I did at one time, way back in the day. Literally years ago, but I have since lost that link. It was pretty nice, could buy the tapes from there (at a discount) and there was a picture of his school and it told of his organization. But like I said that was years ago.

jb:asian:


----------



## lifewise (Jun 12, 2002)

GD, I found this after a real quick search online.
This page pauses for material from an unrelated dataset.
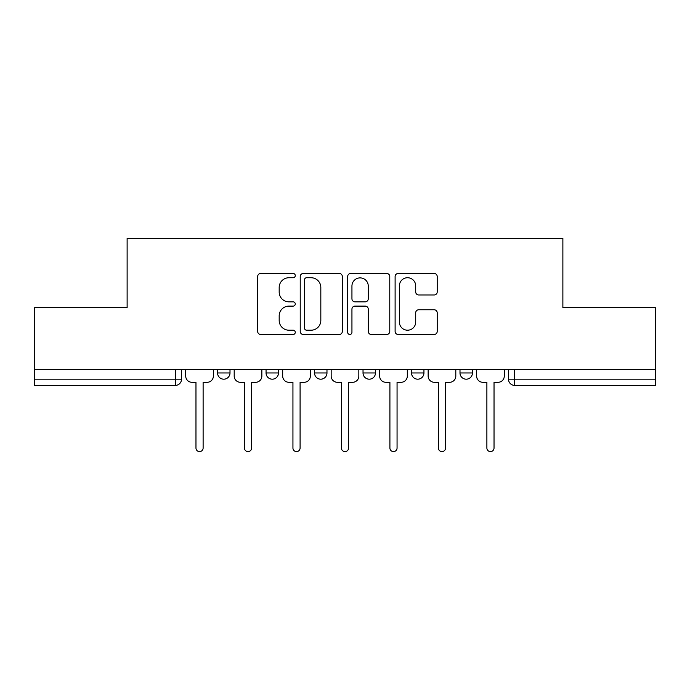 <?xml version="1.0" encoding="UTF-8"?>
<svg xmlns="http://www.w3.org/2000/svg" width="690" height="690" viewBox="0 0 690 690"><rect width="100%" height="100%" fill="white"/><g stroke="black" fill="none" stroke-linecap="round" stroke-linejoin="round"><path stroke-width="1.03" d="M295.268 275.603A2.139 2.139 0 0 0 293.138 273.464L260.725 273.464A3.053 3.053 0 0 0 257.672 276.518L257.672 331.433A3.053 3.053 0 0 0 260.725 334.478L293.138 334.478A2.139 2.139 0 0 0 295.268 332.347A2.139 2.139 0 0 0 293.138 330.208L288.938 330.208A9.764 9.764 0 0 1 279.183 320.445L279.183 315.873A9.764 9.764 0 0 1 288.938 306.11L293.138 306.11A2.139 2.139 0 0 0 295.268 303.971A2.139 2.139 0 0 0 293.138 301.841L288.938 301.841A9.764 9.764 0 0 1 279.183 292.077L279.183 287.497A9.764 9.764 0 0 1 288.938 277.734L293.138 277.734A2.139 2.139 0 0 0 295.268 275.603M411.516 372.971L411.516 369.555L411.516 372.971A6.219 6.219 0 0 0 417.726 379.19A6.219 6.219 0 0 1 411.516 372.971L423.945 372.971A6.219 6.219 0 0 1 417.726 379.19M314.537 369.555L314.537 372.971L326.974 372.971A6.219 6.219 0 0 1 320.755 379.19A6.219 6.219 0 0 1 314.537 372.971L314.537 369.555M266.055 372.971L266.055 369.555L266.055 372.971A6.219 6.219 0 0 0 272.274 379.19A6.219 6.219 0 0 1 266.055 372.971L278.484 372.971A6.219 6.219 0 0 1 272.274 379.19A6.219 6.219 0 0 0 278.484 372.971A6.219 6.219 0 0 1 272.274 379.19M217.566 372.971L217.566 369.555L217.566 372.971A6.219 6.219 0 0 0 223.784 379.19A6.219 6.219 0 0 1 217.566 372.971L230.003 372.971A6.219 6.219 0 0 1 223.784 379.19A6.219 6.219 0 0 0 230.003 372.971A6.219 6.219 0 0 1 223.784 379.19M434.157 294.975A3.053 3.053 0 0 0 437.21 291.922L437.21 276.518A3.053 3.053 0 0 0 434.157 273.464L398.165 273.464A3.053 3.053 0 0 0 395.111 276.518L395.111 331.433A3.053 3.053 0 0 0 398.165 334.478L434.157 334.478A3.053 3.053 0 0 0 437.21 331.433L437.21 312.82A3.053 3.053 0 0 0 434.157 309.767L418.752 309.767A3.053 3.053 0 0 0 415.699 312.82L415.699 322.049A8.159 8.159 0 0 1 407.54 330.208A8.159 8.159 0 0 1 399.381 322.049L399.381 285.893A8.159 8.159 0 0 1 407.54 277.734A8.159 8.159 0 0 1 415.699 285.893L415.699 291.922A3.053 3.053 0 0 0 418.752 294.975L434.157 294.975M34.5 369.555L34.5 307.706L127.124 307.706L127.124 238.395L562.876 238.395L562.876 307.706L655.5 307.706L655.5 369.555L34.5 369.555L34.5 379.19L181.513 379.19L181.513 369.555M342.326 276.518A3.053 3.053 0 0 0 339.282 273.464L303.281 273.464A3.053 3.053 0 0 0 300.228 276.518L300.228 331.433A3.053 3.053 0 0 0 303.281 334.478L339.282 334.478A3.053 3.053 0 0 0 342.326 331.433L342.326 276.518M350.718 273.464L386.719 273.464A3.053 3.053 0 0 1 389.772 276.518L389.772 331.433A3.053 3.053 0 0 1 386.719 334.478L371.315 334.478A3.053 3.053 0 0 1 368.262 331.433L368.262 309.163A3.053 3.053 0 0 0 365.208 306.11L354.988 306.11A3.053 3.053 0 0 0 351.943 309.163L351.943 332.347A2.139 2.139 0 0 1 349.804 334.478A2.139 2.139 0 0 1 347.674 332.347L347.674 276.518A3.053 3.053 0 0 1 350.718 273.464M508.487 369.555L508.487 379.19L655.5 379.19L655.5 385.408L514.706 385.408A6.219 6.219 0 0 1 508.487 379.19L508.487 369.555M655.5 369.555L655.5 379.19M181.513 379.19A6.219 6.219 0 0 1 175.295 385.408A6.219 6.219 0 0 0 181.513 379.19A6.219 6.219 0 0 1 175.295 385.408L34.5 385.408L34.5 379.19M472.434 369.555L472.434 372.971A6.219 6.219 0 0 1 466.216 379.19A6.219 6.219 0 0 1 459.997 372.971L472.434 372.971A6.219 6.219 0 0 1 466.216 379.19A6.219 6.219 0 0 0 472.434 372.971M459.997 369.555L459.997 372.971M423.945 369.555L423.945 372.971M375.464 369.555L375.464 372.971A6.219 6.219 0 0 1 369.245 379.19A6.219 6.219 0 0 1 363.026 372.971L375.464 372.971A6.219 6.219 0 0 1 369.245 379.19A6.219 6.219 0 0 0 375.464 372.971L375.464 369.555M363.026 369.555L363.026 372.971M326.974 369.555L326.974 372.971L326.974 369.555M278.484 369.555L278.484 372.971L278.484 369.555M230.003 369.555L230.003 372.971L230.003 369.555M306.636 277.734A2.139 2.139 0 0 0 304.497 279.873L304.497 328.078A2.139 2.139 0 0 0 306.636 330.208L311.061 330.208A9.764 9.764 0 0 0 320.824 320.445L320.824 287.497A9.764 9.764 0 0 0 311.061 277.734L306.636 277.734M368.262 286.048A8.159 8.159 0 0 0 360.102 277.889A8.159 8.159 0 0 0 351.943 286.048L351.943 298.787A3.053 3.053 0 0 0 354.988 301.841L365.208 301.841A3.053 3.053 0 0 0 368.262 298.787L368.262 286.048M185.714 376.085L185.714 369.555L185.714 376.085A6.219 6.219 0 0 0 191.924 382.295L195.969 382.295L195.969 448.034A3.571 3.571 0 0 0 199.539 451.605A3.571 3.571 0 0 0 203.119 448.034L203.119 382.295L207.155 382.295A6.219 6.219 0 0 0 213.374 376.085L213.374 369.555L213.374 376.085M191.924 382.295L195.969 382.295L195.969 448.034M203.119 448.034L203.119 382.295L207.155 382.295M234.195 376.085L234.195 369.555L234.195 376.085A6.219 6.219 0 0 0 240.413 382.295L244.45 382.295L244.45 448.034A3.571 3.571 0 0 0 248.029 451.605A3.571 3.571 0 0 0 251.6 448.034L251.6 382.295L255.645 382.295A6.219 6.219 0 0 0 261.855 376.085L261.855 369.555L261.855 376.085M282.684 376.085L282.684 369.555L282.684 376.085A6.219 6.219 0 0 0 288.894 382.295L292.94 382.295L292.94 448.034A3.571 3.571 0 0 0 296.51 451.605A3.571 3.571 0 0 0 300.09 448.034L300.09 382.295L304.126 382.295A6.219 6.219 0 0 0 310.345 376.085L310.345 369.555L310.345 376.085M240.413 382.295L244.45 382.295L244.45 448.034M251.6 448.034L251.6 382.295L255.645 382.295M288.894 382.295L292.94 382.295L292.94 448.034M300.09 448.034L300.09 382.295L304.126 382.295M331.166 376.085L331.166 369.555L331.166 376.085A6.219 6.219 0 0 0 337.384 382.295L341.429 382.295L341.429 448.034A3.571 3.571 0 0 0 345 451.605A3.571 3.571 0 0 0 348.571 448.034L348.571 382.295L352.616 382.295A6.219 6.219 0 0 0 358.835 376.085L358.835 369.555L358.835 376.085M379.655 376.085L379.655 369.555L379.655 376.085A6.219 6.219 0 0 0 385.874 382.295L389.91 382.295L389.91 448.034A3.571 3.571 0 0 0 393.49 451.605A3.571 3.571 0 0 0 397.061 448.034L397.061 382.295L401.106 382.295A6.219 6.219 0 0 0 407.316 376.085L407.316 369.555L407.316 376.085M428.145 376.085L428.145 369.555L428.145 376.085A6.219 6.219 0 0 0 434.355 382.295L438.4 382.295L438.4 448.034A3.571 3.571 0 0 0 441.971 451.605A3.571 3.571 0 0 0 445.55 448.034L445.55 382.295L449.587 382.295A6.219 6.219 0 0 0 455.805 376.085L455.805 369.555L455.805 376.085M337.384 382.295L341.429 382.295L341.429 448.034M348.571 448.034L348.571 382.295L352.616 382.295M385.874 382.295L389.91 382.295L389.91 448.034M397.061 448.034L397.061 382.295L401.106 382.295M434.355 382.295L438.4 382.295L438.4 448.034M445.55 448.034L445.55 382.295L449.587 382.295M476.626 376.085L476.626 369.555L476.626 376.085A6.219 6.219 0 0 0 482.845 382.295L486.881 382.295L486.881 448.034A3.571 3.571 0 0 0 490.461 451.605A3.571 3.571 0 0 0 494.031 448.034L494.031 382.295L498.077 382.295A6.219 6.219 0 0 0 504.286 376.085L504.286 369.555L504.286 376.085M482.845 382.295L486.881 382.295L486.881 448.034M494.031 448.034L494.031 382.295L498.077 382.295M175.295 369.555L175.295 385.408M514.706 369.555L514.706 385.408"/></g></svg>

http://www.martialartsgear.com/Videos/American_Kenpo_Videos/American_Kenpo_Videos.shtml


The site isn't really about Tabatabai, but it shows the videos and descriptions similar to those sold by Century.


----------



## lifewise (Jun 12, 2002)

> _Originally posted by jbkenpo _
> 
> *
> 
> ...



Thanks for the review jbkenpo.


----------



## lifewise (Jun 12, 2002)

> _Originally posted by Kalicombat _
> 
> *I have Mr. Tabatabi's stick set tape. It is very good quality, easy to follow, and goes into detail.
> *



Thanks Kalicombat, I will have to look for that one sometime.


----------



## ikenpo (Jun 12, 2002)

> _Originally posted by Goldendragon7 _
> Do you have a site?
> *:asian: *




It was 

http://www.akkf.com/

I found this at

http://www.martialinfo.com/search/nonschools/det_id.asp?siteid=66


----------



## Goldendragon7 (Jun 13, 2002)

:asian:


----------



## ikenpo (Jun 13, 2002)

the old akkf did back in the day, but no longer..


----------



## Goldendragon7 (Jun 13, 2002)

:asian:


----------



## ikenpo (Jun 13, 2002)

> _Originally posted by Goldendragon7 _
> 
> *:asian: *



yeah, it works. It just brings up a generic woodland hills kenpo advertisement 

Woodland Hills Kenpo Karate 
Address: 20929 Ventura Blvd. #26 Woodland Hills CA USA 
Phone: (818) 992-6610  
Mr. Mohamad Tabatabaei ...

jb:asian:

p.s. It is misspelled like that in the ad...


----------



## tonbo (Jun 13, 2002)

I have a couple of the tapes, both advanced and beginner, both empty hand and staff sets.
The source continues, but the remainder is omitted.